拉斯普京的无奈不仅表现在该作品中,仔细品味作家的其它作品,字里行间都蕴含着“一种不屈不挠的精神——对即将面临的社会大灾难的忧患和反抗;除此之外, 还有一种无可奈何的悲哀, 即那个老生常谈的话题:科技的发展、社会物质文明的进步也使人类失去了一些不能复得的东西”。[9](31)作家不囿于慨叹社会发展潮流,还对人类精神品质退化产生无奈之感。淳朴的自然环境已经变得面目全非,失去了其本真之美,这种变化也在人类身上留下深深的烙印,“自然的世界越来越走向了人为的、虚拟的世界,现在轮到它来摧毁人的世界了”。[10](21)简洁而精妙结局安排将作家内心深处的百般无奈表达得淋漓尽致,作者对过往乡村生活的向往被现实拖拽回来,对于当下的社会发展趋势无能为力,作家以其细腻的情感浸染读者,引发读者的深思:“在这迅疾变化和充满诱惑的时代,作为人是否应该固守一点什么?”[1]

结语:

巧妙的叙事安排有利于美化作品结构,揭示作品的深刻含义。在《伊万的女儿,伊万的母亲》中,拉斯普京利用时空的错乱,打破传统的线性叙事结构,以双线并行的方式使内容更加丰富且具有跳跃性,作品的思想意义更加深刻。以“现在”作为叙事主线,小说整个的叙述环节都围绕主线展开,万变不离其宗。而辅线则发挥着不可替代的作用,不仅丰满了人物形象,在更深层次的意义上,则传达了作品背后深刻的内涵底蕴及情感价值。“现在”与“过去”犹如交谊舞的双方,二者相互配合,相互切磋,使整部作品犹如一段完美和谐的舞蹈。

参考文献:

[1][俄]拉斯普京:伊万的女儿,伊万的母亲[M].石南征译,人民文学出版社,2005。

[2]古希腊]亚里斯多德:亚里斯多德《诗学》《修辞学》[M].罗念生译,上海人民出版社,2015。

[3]张秀娟:电影的非线性叙事[D].兰州大学,2010。

[4]李纾淇:论《献给艾米丽的玫瑰》的叙事时间特征[J].重庆大学学报(社会科学版),2004年第2期。

[5][苏] 维·什克洛夫斯基:散文理论(下)[M].刘宗次译,百花洲文艺出版社,2010。

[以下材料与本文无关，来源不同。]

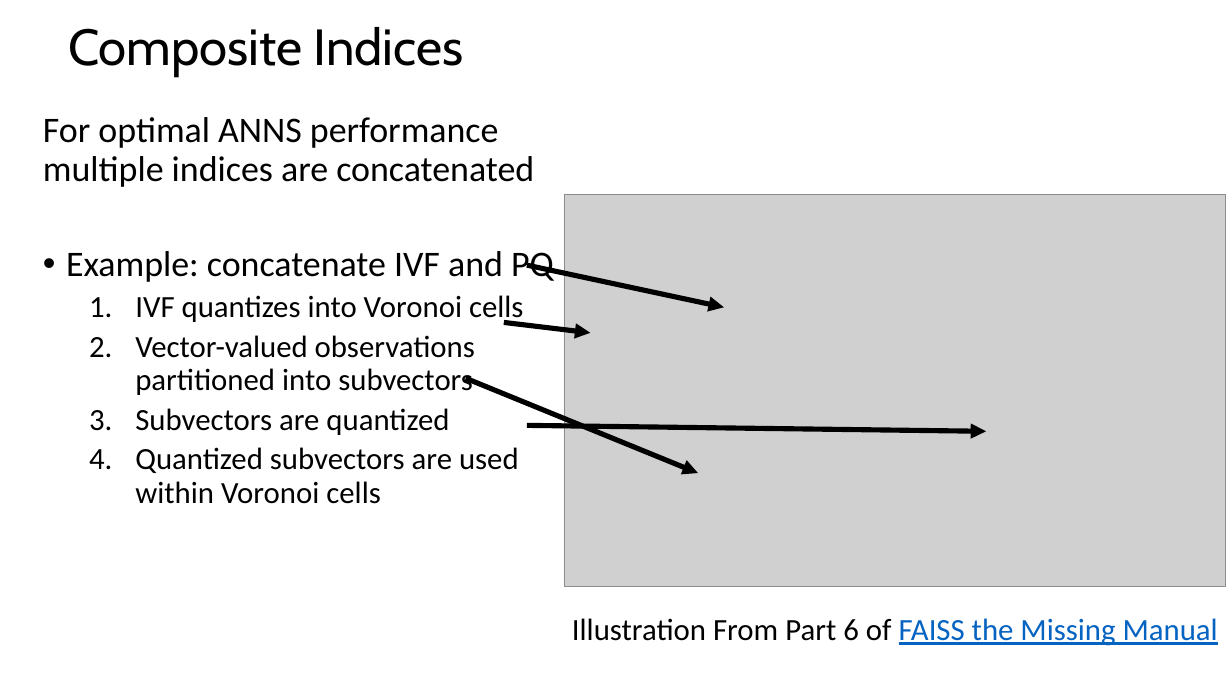
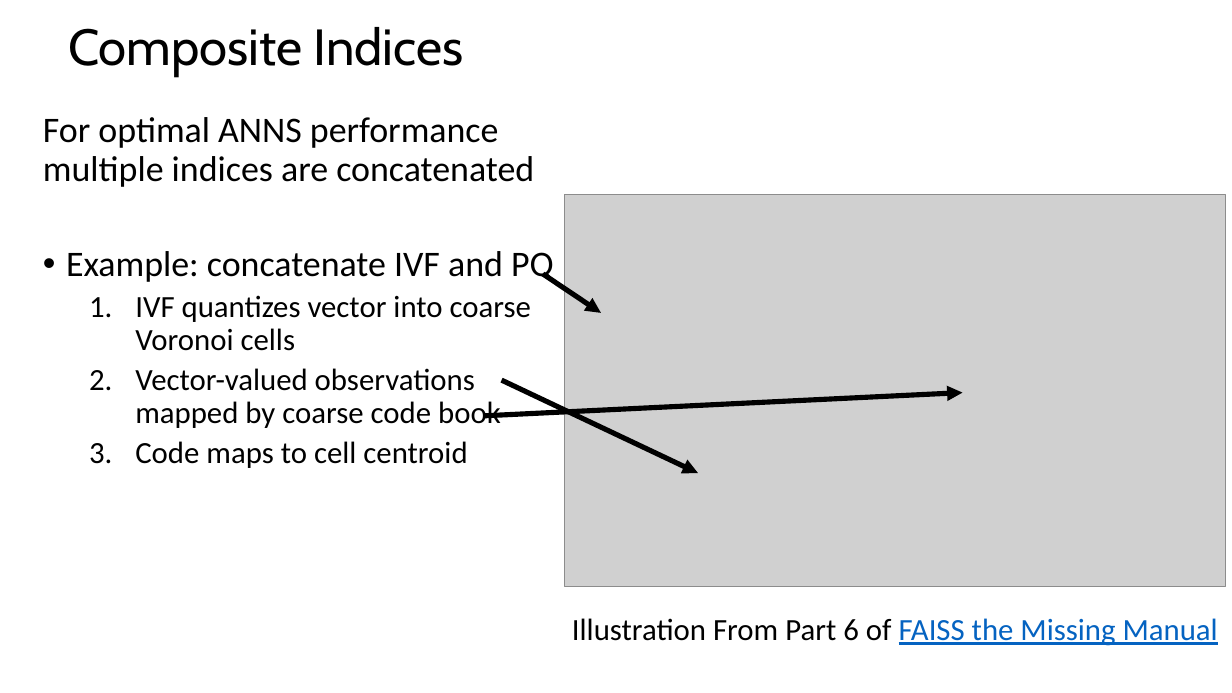
Before and after one commit to StephenElston/CSCI-E-108, a slide deck: slide 33 of slides/9_EfficientSimilaritySearch_Part2.pptx. Drawn at 1232x693 pixels with LibreOffice and Linux fonts; fonts in the diff are those of the drawing; grey boxes stand for pictures. Boxes give left, top, right and bottom in pixels: in the first picture for what was removed or moved away, otherwise in the second. Text is boxed around its words. In the diff, an @@ line names an element or a change of style, - is before the commit and + after.

Commit message:
Clearified IVF-PQ slides, updated slides, corrected typos

```diff
--- a/slides/9_EfficientSimilaritySearch_Part2.pptx
+++ b/slides/9_EfficientSimilaritySearch_Part2.pptx
@@ text at <box>135,295,531,468</box>: text changed @@
-  1. IVF quantizes into Voronoi cells
-  2. Vector-valued observations partitioned into subvectors
-  3. Subvectors are quantized
-  4. Quantized subvectors are used within Voronoi cells
+  1. IVF quantizes vector into coarse Voronoi cells
+  2. Vector-valued observations mapped by coarse code book
+  3. Code maps to cell centroid
@@ arrow moved from (527, 265) - (724, 308) to (543, 274) - (601, 313) @@
@@ arrow removed from (504, 323) to (591, 333) @@
@@ arrow moved from (466, 378) - (698, 473) to (502, 380) - (698, 473) @@
@@ arrow moved from (527, 425) - (986, 432) to (484, 416) - (963, 393) @@
```
Also in this commit, not shown: 5 other slides changed.

[6]杨爱华:塔马拉·伊万诺夫娜的“双性气质”——从女性主义视角解读《伊万的女儿 ,伊万的母亲》[J].俄罗斯文艺,2008年第4期。

[7]任光宣:我与拉斯普京[J].俄罗斯文艺,2006年第3期。

[8]孙为:新媒体语境下的非线性叙事时间初探[J].东北师大学报(哲学社会科学版),2013年第2期。

[9]乔占元:拉斯普京小说的悲剧意识[J].外语与外语教学,2005年第10期。

[10]林立:“文学的最大悲哀是失语”——瓦·拉斯普京访谈录[J].外国文学动态,2002年第4期。